Hot & Sour Beef Soup

Phase 3

Ingredients

  • 100 grams lean ground beef
  • 1 tsp. fresh grated ginger
  • 1 tsp hot pepper flakes (more if you like it hotter)
  • 1/4 C. braggs liquid aminos
  • 1 tsp. vinegar
  • 2 cup chopped cabbage
  • 1 cup canned diced tomatoes
  • 1 cup sliced green onions (tops and bottoms)
  • 1 stalk lemon grass..slit length wise
  • 2 cloves minced garlic
  • 1 tsp. lime juice
  • 2 cup water

Instructions

  1. Brown the ground beef.
  2. Add the rest of the ingredients and simmer for 10 to 15 min.
  3. Makes 2 very large servings, 200 calories per serving.
  4. If you’re not mixing veggies, omit the onion and substitute onion powder.

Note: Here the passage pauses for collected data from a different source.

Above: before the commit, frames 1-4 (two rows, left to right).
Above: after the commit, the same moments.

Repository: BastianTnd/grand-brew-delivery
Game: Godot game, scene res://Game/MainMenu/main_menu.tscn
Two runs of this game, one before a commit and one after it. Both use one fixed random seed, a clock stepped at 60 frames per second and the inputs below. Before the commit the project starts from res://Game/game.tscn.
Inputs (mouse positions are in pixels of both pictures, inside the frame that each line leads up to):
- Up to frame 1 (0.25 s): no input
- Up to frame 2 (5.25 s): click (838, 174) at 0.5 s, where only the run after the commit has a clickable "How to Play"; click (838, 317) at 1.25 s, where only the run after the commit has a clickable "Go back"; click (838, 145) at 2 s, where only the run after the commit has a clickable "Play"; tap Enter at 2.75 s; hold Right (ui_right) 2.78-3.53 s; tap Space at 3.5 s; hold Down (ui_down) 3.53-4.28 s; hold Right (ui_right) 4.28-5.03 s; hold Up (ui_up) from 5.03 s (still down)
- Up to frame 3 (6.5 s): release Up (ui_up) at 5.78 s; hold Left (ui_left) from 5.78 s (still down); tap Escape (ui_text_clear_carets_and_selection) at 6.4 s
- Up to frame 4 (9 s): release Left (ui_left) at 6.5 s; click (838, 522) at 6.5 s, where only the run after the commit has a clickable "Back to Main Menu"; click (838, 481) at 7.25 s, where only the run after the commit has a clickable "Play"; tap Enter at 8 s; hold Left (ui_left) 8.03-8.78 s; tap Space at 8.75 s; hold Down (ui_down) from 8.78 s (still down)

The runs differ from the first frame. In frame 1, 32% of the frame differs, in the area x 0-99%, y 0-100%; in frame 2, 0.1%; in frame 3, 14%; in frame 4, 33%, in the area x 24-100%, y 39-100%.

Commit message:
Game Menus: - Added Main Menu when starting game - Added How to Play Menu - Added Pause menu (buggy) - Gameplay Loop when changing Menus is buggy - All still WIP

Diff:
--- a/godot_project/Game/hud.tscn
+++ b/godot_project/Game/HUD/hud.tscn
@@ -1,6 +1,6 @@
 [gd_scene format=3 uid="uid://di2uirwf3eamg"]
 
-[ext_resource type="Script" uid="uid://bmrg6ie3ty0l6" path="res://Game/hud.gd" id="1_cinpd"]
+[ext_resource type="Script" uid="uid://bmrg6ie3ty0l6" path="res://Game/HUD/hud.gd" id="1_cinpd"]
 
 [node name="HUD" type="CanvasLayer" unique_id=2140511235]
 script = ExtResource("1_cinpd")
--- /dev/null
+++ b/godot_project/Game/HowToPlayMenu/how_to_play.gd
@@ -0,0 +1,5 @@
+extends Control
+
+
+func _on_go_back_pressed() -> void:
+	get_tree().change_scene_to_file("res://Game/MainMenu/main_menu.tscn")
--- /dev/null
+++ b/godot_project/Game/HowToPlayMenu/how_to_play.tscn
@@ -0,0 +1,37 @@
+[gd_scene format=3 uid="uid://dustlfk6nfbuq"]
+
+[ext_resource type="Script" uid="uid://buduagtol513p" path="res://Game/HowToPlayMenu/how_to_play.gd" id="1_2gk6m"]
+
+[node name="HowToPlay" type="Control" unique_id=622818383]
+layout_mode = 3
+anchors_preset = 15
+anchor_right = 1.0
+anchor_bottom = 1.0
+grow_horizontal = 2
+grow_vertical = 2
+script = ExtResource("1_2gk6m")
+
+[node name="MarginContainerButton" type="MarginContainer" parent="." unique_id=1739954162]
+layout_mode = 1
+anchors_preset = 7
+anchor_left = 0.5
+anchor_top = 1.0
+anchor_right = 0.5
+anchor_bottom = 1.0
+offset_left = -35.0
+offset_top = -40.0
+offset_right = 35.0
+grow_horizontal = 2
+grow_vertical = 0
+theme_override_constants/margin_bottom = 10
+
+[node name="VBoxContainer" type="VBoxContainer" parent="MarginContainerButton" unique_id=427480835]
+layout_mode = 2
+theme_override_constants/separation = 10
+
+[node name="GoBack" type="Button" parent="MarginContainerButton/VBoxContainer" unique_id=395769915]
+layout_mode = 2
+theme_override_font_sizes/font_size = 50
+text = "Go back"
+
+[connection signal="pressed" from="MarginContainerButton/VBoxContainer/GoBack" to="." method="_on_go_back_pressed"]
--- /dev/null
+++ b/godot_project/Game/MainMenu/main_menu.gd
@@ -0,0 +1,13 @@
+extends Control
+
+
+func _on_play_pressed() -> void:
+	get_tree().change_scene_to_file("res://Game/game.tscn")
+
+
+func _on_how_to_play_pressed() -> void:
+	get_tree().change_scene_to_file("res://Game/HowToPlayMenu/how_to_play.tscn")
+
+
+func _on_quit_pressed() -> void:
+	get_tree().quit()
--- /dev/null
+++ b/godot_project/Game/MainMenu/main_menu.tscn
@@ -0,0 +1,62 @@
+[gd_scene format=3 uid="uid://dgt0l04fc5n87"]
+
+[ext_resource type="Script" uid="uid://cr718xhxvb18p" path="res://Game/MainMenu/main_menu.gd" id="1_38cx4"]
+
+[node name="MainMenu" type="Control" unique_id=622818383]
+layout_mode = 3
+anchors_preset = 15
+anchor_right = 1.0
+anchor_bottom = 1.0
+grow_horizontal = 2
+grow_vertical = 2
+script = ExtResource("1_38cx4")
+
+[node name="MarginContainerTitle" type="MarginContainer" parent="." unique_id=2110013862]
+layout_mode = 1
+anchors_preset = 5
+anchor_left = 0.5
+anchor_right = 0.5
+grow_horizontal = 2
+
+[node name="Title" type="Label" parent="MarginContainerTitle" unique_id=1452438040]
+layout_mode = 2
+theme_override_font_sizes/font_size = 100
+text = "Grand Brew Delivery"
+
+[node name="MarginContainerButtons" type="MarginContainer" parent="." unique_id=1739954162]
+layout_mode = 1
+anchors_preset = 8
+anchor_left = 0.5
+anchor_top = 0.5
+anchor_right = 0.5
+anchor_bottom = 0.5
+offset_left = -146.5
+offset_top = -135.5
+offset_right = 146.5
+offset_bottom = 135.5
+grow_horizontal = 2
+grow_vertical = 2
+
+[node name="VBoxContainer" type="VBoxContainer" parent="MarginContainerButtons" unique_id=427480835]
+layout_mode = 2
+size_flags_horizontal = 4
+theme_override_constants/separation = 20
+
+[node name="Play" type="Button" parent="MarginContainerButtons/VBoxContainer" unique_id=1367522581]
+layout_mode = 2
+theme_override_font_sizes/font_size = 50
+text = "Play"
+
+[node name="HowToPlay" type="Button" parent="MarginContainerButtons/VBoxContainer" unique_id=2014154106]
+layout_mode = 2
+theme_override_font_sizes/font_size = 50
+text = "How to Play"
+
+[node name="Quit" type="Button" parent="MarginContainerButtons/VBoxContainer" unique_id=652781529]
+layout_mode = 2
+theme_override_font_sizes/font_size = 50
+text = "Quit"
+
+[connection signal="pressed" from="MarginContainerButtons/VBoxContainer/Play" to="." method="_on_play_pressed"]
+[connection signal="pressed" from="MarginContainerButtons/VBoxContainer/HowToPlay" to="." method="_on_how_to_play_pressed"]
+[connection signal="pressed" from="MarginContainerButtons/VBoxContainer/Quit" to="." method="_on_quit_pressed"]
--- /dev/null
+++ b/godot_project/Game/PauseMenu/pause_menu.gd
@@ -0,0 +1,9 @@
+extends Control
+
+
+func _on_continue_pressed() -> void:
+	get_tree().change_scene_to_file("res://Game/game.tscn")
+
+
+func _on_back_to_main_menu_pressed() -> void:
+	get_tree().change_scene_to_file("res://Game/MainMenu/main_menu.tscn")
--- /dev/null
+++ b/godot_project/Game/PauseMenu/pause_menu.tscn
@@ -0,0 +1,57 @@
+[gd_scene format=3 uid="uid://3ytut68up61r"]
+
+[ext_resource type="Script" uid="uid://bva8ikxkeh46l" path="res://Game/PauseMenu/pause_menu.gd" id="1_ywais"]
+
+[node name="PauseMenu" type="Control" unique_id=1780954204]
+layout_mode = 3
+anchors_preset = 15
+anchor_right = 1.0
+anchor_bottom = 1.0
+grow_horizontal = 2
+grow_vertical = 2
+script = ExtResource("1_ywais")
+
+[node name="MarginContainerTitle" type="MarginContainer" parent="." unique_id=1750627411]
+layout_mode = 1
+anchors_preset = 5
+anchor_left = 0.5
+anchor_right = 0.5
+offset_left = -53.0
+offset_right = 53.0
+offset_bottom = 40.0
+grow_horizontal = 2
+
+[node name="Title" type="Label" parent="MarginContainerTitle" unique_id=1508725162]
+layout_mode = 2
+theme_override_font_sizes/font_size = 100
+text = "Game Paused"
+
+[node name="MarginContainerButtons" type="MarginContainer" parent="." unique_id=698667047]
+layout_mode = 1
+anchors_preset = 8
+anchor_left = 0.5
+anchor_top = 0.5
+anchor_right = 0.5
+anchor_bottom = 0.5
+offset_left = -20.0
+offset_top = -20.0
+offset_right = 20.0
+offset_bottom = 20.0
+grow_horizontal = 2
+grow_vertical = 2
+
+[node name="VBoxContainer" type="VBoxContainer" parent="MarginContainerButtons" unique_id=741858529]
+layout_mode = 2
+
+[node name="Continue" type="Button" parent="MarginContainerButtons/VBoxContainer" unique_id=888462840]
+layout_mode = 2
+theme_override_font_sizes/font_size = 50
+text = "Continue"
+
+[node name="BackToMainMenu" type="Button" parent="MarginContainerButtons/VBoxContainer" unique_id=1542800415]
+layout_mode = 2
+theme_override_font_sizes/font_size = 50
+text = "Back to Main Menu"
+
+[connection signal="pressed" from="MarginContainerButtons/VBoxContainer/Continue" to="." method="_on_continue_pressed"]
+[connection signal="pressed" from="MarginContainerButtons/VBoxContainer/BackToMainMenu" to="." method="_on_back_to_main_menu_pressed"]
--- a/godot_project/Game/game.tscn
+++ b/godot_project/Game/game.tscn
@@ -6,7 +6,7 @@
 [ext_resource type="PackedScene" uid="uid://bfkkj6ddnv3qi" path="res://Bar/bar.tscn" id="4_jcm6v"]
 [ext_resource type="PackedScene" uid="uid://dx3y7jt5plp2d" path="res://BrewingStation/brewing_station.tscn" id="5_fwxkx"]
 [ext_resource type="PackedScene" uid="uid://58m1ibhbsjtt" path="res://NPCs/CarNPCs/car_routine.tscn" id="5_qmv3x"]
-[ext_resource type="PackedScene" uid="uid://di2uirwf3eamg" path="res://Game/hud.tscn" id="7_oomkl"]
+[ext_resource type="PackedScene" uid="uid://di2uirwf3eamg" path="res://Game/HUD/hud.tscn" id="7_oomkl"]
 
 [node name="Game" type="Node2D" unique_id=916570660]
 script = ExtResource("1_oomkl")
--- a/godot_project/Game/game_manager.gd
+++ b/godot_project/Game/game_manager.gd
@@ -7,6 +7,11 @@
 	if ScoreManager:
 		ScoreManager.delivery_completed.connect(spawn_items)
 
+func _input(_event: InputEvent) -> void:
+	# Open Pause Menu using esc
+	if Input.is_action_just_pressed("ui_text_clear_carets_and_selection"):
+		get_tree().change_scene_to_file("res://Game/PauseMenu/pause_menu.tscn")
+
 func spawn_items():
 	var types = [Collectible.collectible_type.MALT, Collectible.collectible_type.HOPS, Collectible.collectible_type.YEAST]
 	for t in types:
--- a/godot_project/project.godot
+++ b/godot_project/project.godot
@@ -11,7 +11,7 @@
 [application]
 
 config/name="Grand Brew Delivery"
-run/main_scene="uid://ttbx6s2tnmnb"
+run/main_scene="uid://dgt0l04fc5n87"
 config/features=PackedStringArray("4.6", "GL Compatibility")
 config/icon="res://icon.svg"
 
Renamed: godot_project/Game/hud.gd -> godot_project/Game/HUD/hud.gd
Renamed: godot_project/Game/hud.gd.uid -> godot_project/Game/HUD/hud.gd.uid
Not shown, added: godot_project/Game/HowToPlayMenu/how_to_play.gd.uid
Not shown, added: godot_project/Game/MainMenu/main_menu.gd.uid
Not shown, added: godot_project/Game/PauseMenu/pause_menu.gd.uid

Count the tomato as a fruit.

Chicken & Brussels Stew

Phase 3

Ingredients

  • about 1/4 cup chopped Vidalia onion
  • 2 Tablespoons of minced garlic
  • 1 cup chicken broth
  • one zucchini
  • 1/4 cup low-fat cottage cheese

Instructions

  1. Sauté in an nonstick skillet with a little bit of chicken broth (1/4 cup) - it will evaporate so stay close
  2. Cook until almost caramelized.
  3. Slice one zucchini (about 1 1/2 cups sliced) and chop in blender with just enough chicken broth (1/4 cup) to make blender work.
  4. Pour into skillet with cooked garlic and onion set aside.
  5. In empty blender-(just rinse it out) add 1/4 cup low-fat cottage cheese with
    about 1/2 cup chicken broth and blend until liquid.
  6. Pour this also into the skillet and cook on med-high until a lot of broth is evaporated.
  7. Put back in the blender and blend until thick and ‘creamy’. Salt and pepper to taste.

Thai-Style Garlic Beef

Phase 2

Ingredients

  • 3.5 oz 95% lean ground beef
  • Garlic (minced) to taste
  • Salt & pepper, or any seasoning allowed to taste
  • Cabbage (thinly shredded) [your allowed amount] 

Instructions

  1. Cook the beef thoroughly, then season it.
  2. Add the garlic and let it cook for a bit.
  3. Add the cabbage and more seasonings and mix everything together, add a little water and let it wilt as much as you like.

Buffalo Chicken Salad

Phase 3

Ingredients

  • 100g chicken
  • chopped romaine lettuce
  • celery cut into sticks
  • 1 chopped green onion
  • Emeril’s Wing Sauce (zero calories)
  • Walden Farms Blue Cheese Dressing

 

Instructions

  1. Marinate the chicken in the wing sauce for about an hour and then grill it.
  2. To assemble the salad, place greens on a plate with celery sticks, and sprinkle chopped green onion over the top.
  3. Combine about 1/4 cup blue cheese dressing with about a tablespoon of the wing sauce and pour over top of the salad.
  4. Slice chicken and place on top of salad.

Chicken Cordon Bleu

Phase 2

  • Ingredients
  • 100 g Chicken breast
  • 3 small pieces of broccoli
  • 1 small tsp of cottage cheese
  • 1 Melba toast or equivalent
  • Seasoning(s) of choice
  • 1-2 toothpicks 

Instructions

  1. Make your bread crumbs by placing the Melba in a bowl, Ziploc or mortar and pestle.
  2. Add the seasoning and crush the Melba to a crumb texture of your liking.
  3. Take the chicken breast and make a slit in the side of it.
  4. Insert the broccoli and spoon the cottage cheese in on top of the broccoli.
  5. You can add the Walden Farms Blue Cheese dressing as well for some extra flavor.
  6. It can be difficult getting the stuffing to stay in the chicken so you can “stitch” the chicken closed with the tooth picks.
  7. Roll the chicken in the crumbs and add the remaining bits on top.
  8. Bake in the oven at 375 for about 30 min.

Lime Shallot Tilapia

Phase 2

Ingredients

  • 3.5 oz tilapia filet
  • 1/2 lime
  • sea salt
  • pepper
  • 1/2 minced shallot 

Instructions

  1. Squeeze lime over tilapia filet, and season to taste with fresh pepper and salt.
  2. Under the fish sprinkle half the shallot, and the other half on top of the fish.
  3. Broil on low for 4-5 minutes a side.

Mustard Dill Shrimp

Phase 2

Ingredients

  • 1 Tablespoon White Wine Vinegar
  • 1 Tablespoon Mustard Powder
  • 1/2 tsp chopped garlic
  • 200 g Shrimp
  • 1/2 c chicken broth
  • 1/2 tsp dill 

Instructions

  1. Marinate the shrimp in the vinegar and mustard for about 30 min.
  2. Spray a HOT skillet with cooking spray.
  3. Add shrimp and toss in the skillet for about 1-2 minutes until it just starts to turn pink.
  4. Remove from skillet and set on a plate.
  5. Add garlic and chicken broth.
  6. Whisk together and let reduce a bit.
  7. Add dill then add shrimp back in for 1 minute.